Conclusion and prospects

This article generalizes the expression, configurations and biological effects of ANGPT4 in multiple cancers, which are sophisticated and interesting and have remained indistinct to date. Less is known about the roles of ANGPT4 in other characteristics of tumours, such as transcriptional regulation, epigenetic modification, immune escape, protein chemical modification and energy metabolism disorders. Among them, the regulatory role of ANGPT4 in the immune response of cancer should also be taken seriously.

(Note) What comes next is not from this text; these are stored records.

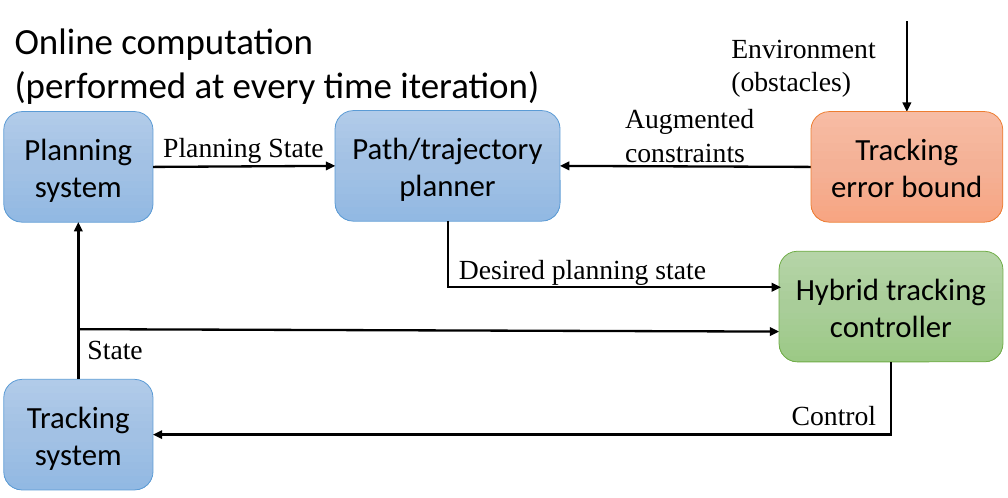
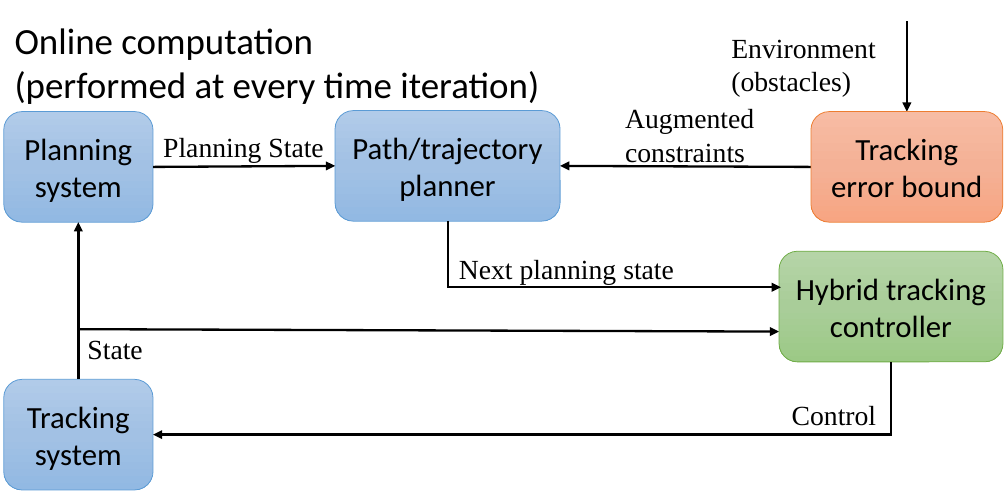
Before and after one commit to HJReachability/Tracking, a slide deck: slide 1 of docs/tracking_journal/fig/framework_online.pptx. Drawn at 1008x498 pixels with LibreOffice and Linux fonts; fonts in the diff are those of the drawing. Boxes give left, top, right and bottom in pixels: in the first picture for what was removed or moved away, otherwise in the second. Text is boxed around its words. In the diff, an @@ line names an element or a change of style, - is before the commit and + after.

```diff
--- a/docs/tracking_journal/fig/framework_online.pptx
+++ b/docs/tracking_journal/fig/framework_online.pptx
@@ text at [459,259,674,285]: text changed @@
-Desired planning state
+Next planning state
```
Also in this commit, not shown: 9 other files.

Recently, a study of NK/T-cell lymphoma-associated phagocytic syndrome (NK/T-LAHS) revealed that ANGPT4 plays a significant role in the activation of inflammatory cells in the inflammatory response, possibly by interacting with megakaryocytes to alter alpha granule content and by promoting specific platelet production, thereby promoting inflammation through the secretion of alpha granules containing upregulated platelet factor 4 (PF4) and downregulated platelet-derived growth factors (PDGFs) [22]. The molecular mechanisms of the different effects of ANGPT4 on tumour formation and progression have not been completely determined. Therefore, exploring ANGPT4 and its signalling pathway will help construct a complete cancer signalling network.

Moreover, the mechanism of ANGPT4 overexpression and reactivation in cancer remains uncertain. The upstream factors regulating the activation of ANGPT4 are not consistent across different types of cancer; for example, HIF-1 is correlated with ectopic and reactivated ANGPT4 in renal clear cell carcinoma [25], Hedgehog in prostate tumours [26] and YB-1 in lung non-small cell carcinoma [18]. Hence, understanding the role of ANGPT4 in other genetic or epigenetic modifications that trigger the development and progression of cancer is important for cancer prevention and control. Furthermore, ANGPT4 is one of the targets of antitumour angiogenesis and lymphangiogenesis, and ANGPT4 may also be a therapeutic target for VEGF-targeted drug resistance [21]. ANGPT4 is known to maintain angiogenesis and lymphangiogenesis. Biological behaviours, such as proliferation, metastasis, invasion and recurrence, are affected by neovascularization and disorders of tumour blood vessels and lymphatic vessels. Clarifying the role of ANGPT4 in this context will contribute to the treatment of cancer and the determination of effective cancer biomarkers.